*** Opening Material for the task ***
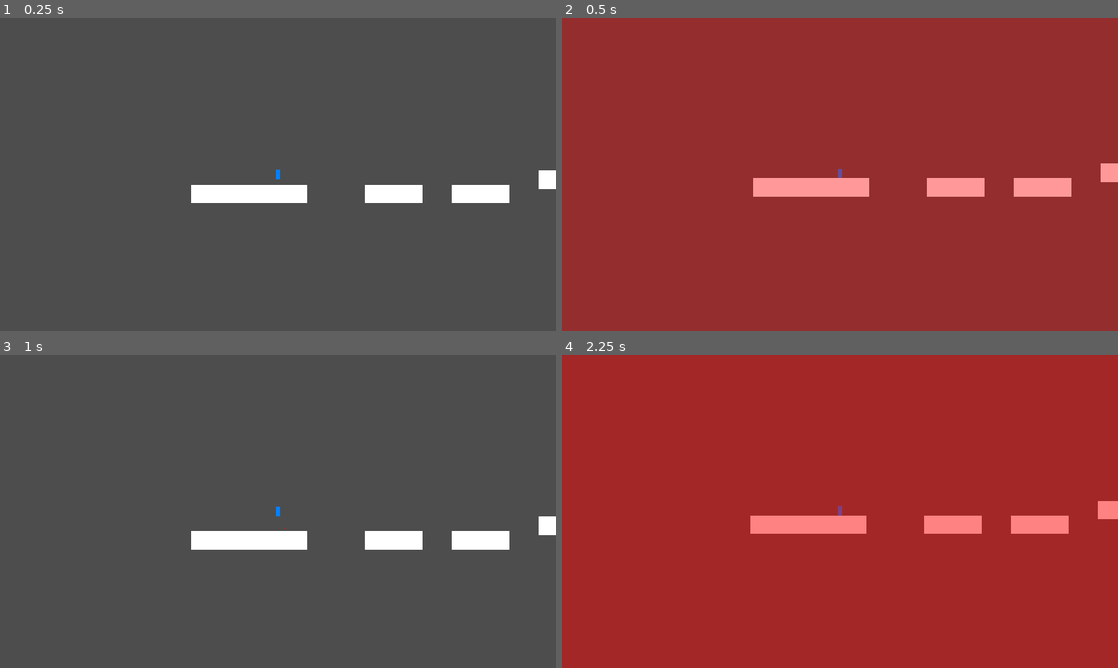
Above: before the commit, frames 1-4 (two rows, left to right).
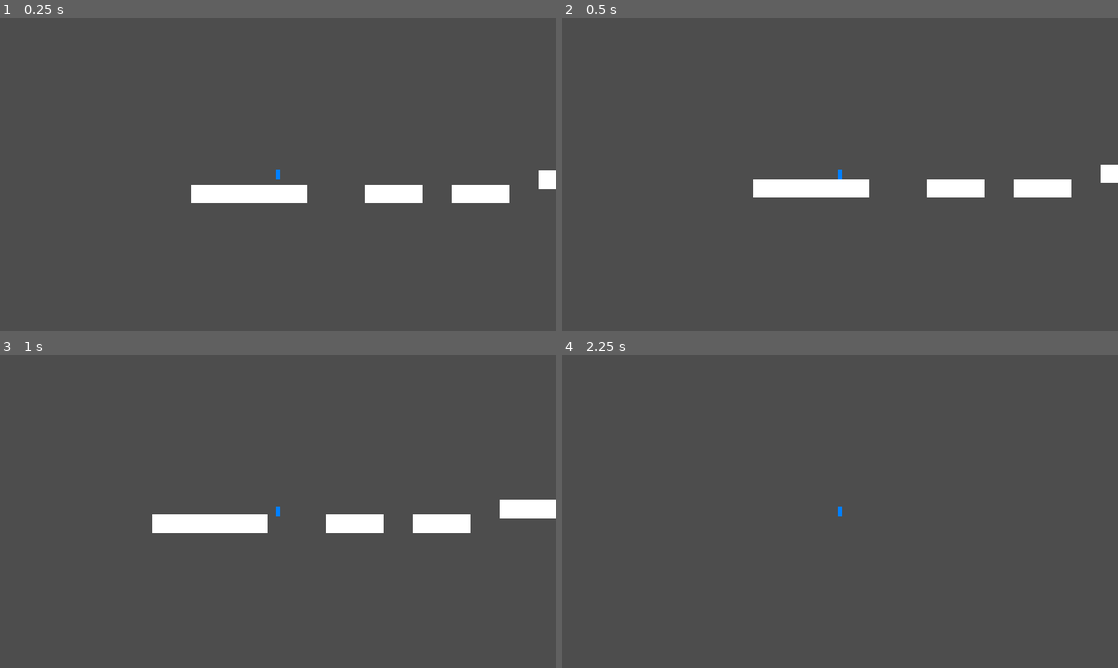
Above: after the commit, the same moments.

Repository: rajkrish0608/Definitely-Normal-Physics
Game: Godot game, scene res://scenes/TestLevel.tscn
The game is run twice, just before and just after one commit, with the same random seed, the same clock (stepped at 60 frames per second) and the same inputs.
Inputs (mouse positions are in pixels of both pictures, inside the frame that each line leads up to):
- Up to frame 1 (0.25 s): no input
- Up to frame 2 (0.5 s): no input
- Up to frame 3 (1 s): tap Enter at 0.5 s; move the mouse to (400, 495) at 0.52 s; hold D (move_right) from 0.53 s (still down); tap Space (jump) at 0.6, 0.77 s; click (400, 495) at 0.67 s
- Up to frame 4 (2.25 s): tap Space (jump) at 1.07, 2.1 s; release D (move_right) at 1.25 s; drag from (728, 527) to (1023, 511) at 1.27 s; move the mouse to (895, 442) at 2.02 s; hold D (move_right) from 2.03 s (still down)

Frame 1 is identical in both runs. In frame 2, 100% of the frame differs, in the area x 0-100%, y 0-100%; in frame 3, 5.4%; in frame 4, 100%.

Commit message:
Refactor jump physics, fix collision layers, and resolve warnings

Diff:
--- a/project.godot
+++ b/project.godot
@@ -67,3 +67,4 @@
 2d_physics/layer_1="Player"
 2d_physics/layer_2="World"
 2d_physics/layer_3="Triggers"
+2d_physics/layer_4="Hazards"
--- a/scripts/physics_states/PhysicsState.gd
+++ b/scripts/physics_states/PhysicsState.gd
@@ -85,6 +85,15 @@
 ## changes, pulsating gravity).
 ## [param delta]  Physics frame delta time.
 ## [param player] Reference to the CharacterBody2D player node.
+## Called when the jump action is pressed.
+## Override to provide custom jump logic (e.g., double jump, teleport).
+## Should return the modified velocity.
+func handle_jump(_player: CharacterBody2D, velocity: Vector2, jump_velocity: float) -> Vector2:
+	# Default behavior: standard jump
+	var gravity: Vector2 = PhysicsManager.get_current_gravity()
+	var jump_dir := -gravity.normalized()
+	return velocity + jump_dir * jump_velocity
+
 func update_physics(_delta: float, _player: CharacterBody2D) -> void:
 	pass
 
--- a/scripts/physics_states/TeleportJump.gd
+++ b/scripts/physics_states/TeleportJump.gd
@@ -3,7 +3,7 @@
 
 const TELEPORT_DISTANCE: float = 150.0
 
-func handle_jump(player: CharacterBody2D, velocity: Vector2, jump_velocity: float) -> Vector2:
+func handle_jump(player: CharacterBody2D, velocity: Vector2, _jump_velocity: float) -> Vector2:
 	# Teleport forward/up instead of normal jump physics
 	var direction := Vector2.UP.rotated(player.rotation)
 
--- a/scripts/player/PlayerController.gd
+++ b/scripts/player/PlayerController.gd
@@ -111,20 +111,19 @@
 
 	# ── Jump ──
 	if _is_jump_pressed(input_delay, delta):
-		if is_on_floor() or _coyote_timer > 0:
-			# Determine jump direction based on gravity
-			var jump_dir := -gravity.normalized()
-			velocity += jump_dir * BASE_JUMP_VELOCITY * jump_mult
+		if is_on_floor() or _coyote_timer > 0 or PhysicsManager.current_state.get_state_name() == "DoubleJump":
+			# Use the state's handle_jump for custom logic
+			velocity = PhysicsManager.current_state.handle_jump(self, velocity, BASE_JUMP_VELOCITY * jump_mult)
 			_coyote_timer = 0  # Consume coyote time
 
 	# ── Apply movement ──
 	move_and_slide()
 
-	# ── Collision-based death (hazards on layer 2) ──
+	# ── Collision-based death (hazards on layer 4) ──
 	for i in get_slide_collision_count():
 		var collision := get_slide_collision(i)
 		var collider: Object = collision.get_collider()
-		if collider and collider.collision_layer & 0b10:  # Layer 2 = hazards
+		if collider and collider.collision_layer & 0b1000:  # Layer 4 = hazards
 			die()
 			break
 
@@ -211,7 +210,6 @@
 		animator.play("death")
 		await animator.animation_finished
 
-	# Respawn handled by LevelManager
 	# Respawn handled by LevelManager
 	# _is_dead = false  <-- Removed to prevent loop; respawn() handles this
 
--- a/scripts/utility/LevelLoader.gd
+++ b/scripts/utility/LevelLoader.gd
@@ -125,7 +125,7 @@
 	var size := _parse_vec2(data.get("size", [64, 32]))
 	platform.get_child(0).shape.size = size
 	platform.get_child(1).size = size
-	platform.get_child(1).position = -size / 2
+	platform.get_child(1).position = -size / 2.0
 
 	return platform
 
@@ -142,13 +142,13 @@
 		hazard.add_child(rect)
 
 	hazard.position = _parse_vec2(data.get("position", [0, 0]))
-	hazard.collision_layer = 0b10
+	hazard.collision_layer = 0b1000 # Layer 4 = Hazards
 	hazard.collision_mask = 0b01
 
 	var size := Vector2(32, 32)
 	hazard.get_child(0).shape.size = size
 	hazard.get_child(1).size = size
-	hazard.get_child(1).position = -size / 2
+	hazard.get_child(1).position = -size / 2.0
 	hazard.get_child(1).color = Color(1, 0, 0, 0.8)
 
 	return hazard
*** Closing Material for the task ***
• What you should do
Show every line of the material above in which "from" is present.

• Answer to this task
- Up to frame 3 (1 s): tap Enter at 0.5 s; move the mouse to (400, 495) at 0.52 s; hold D (move_right) from 0.53 s (still down); tap Space (jump) at 0.6, 0.77 s; click (400, 495) at 0.67 s
- Up to frame 4 (2.25 s): tap Space (jump) at 1.07, 2.1 s; release D (move_right) at 1.25 s; drag from (728, 527) to (1023, 511) at 1.27 s; move the mouse to (895, 442) at 2.02 s; hold D (move_right) from 2.03 s (still down)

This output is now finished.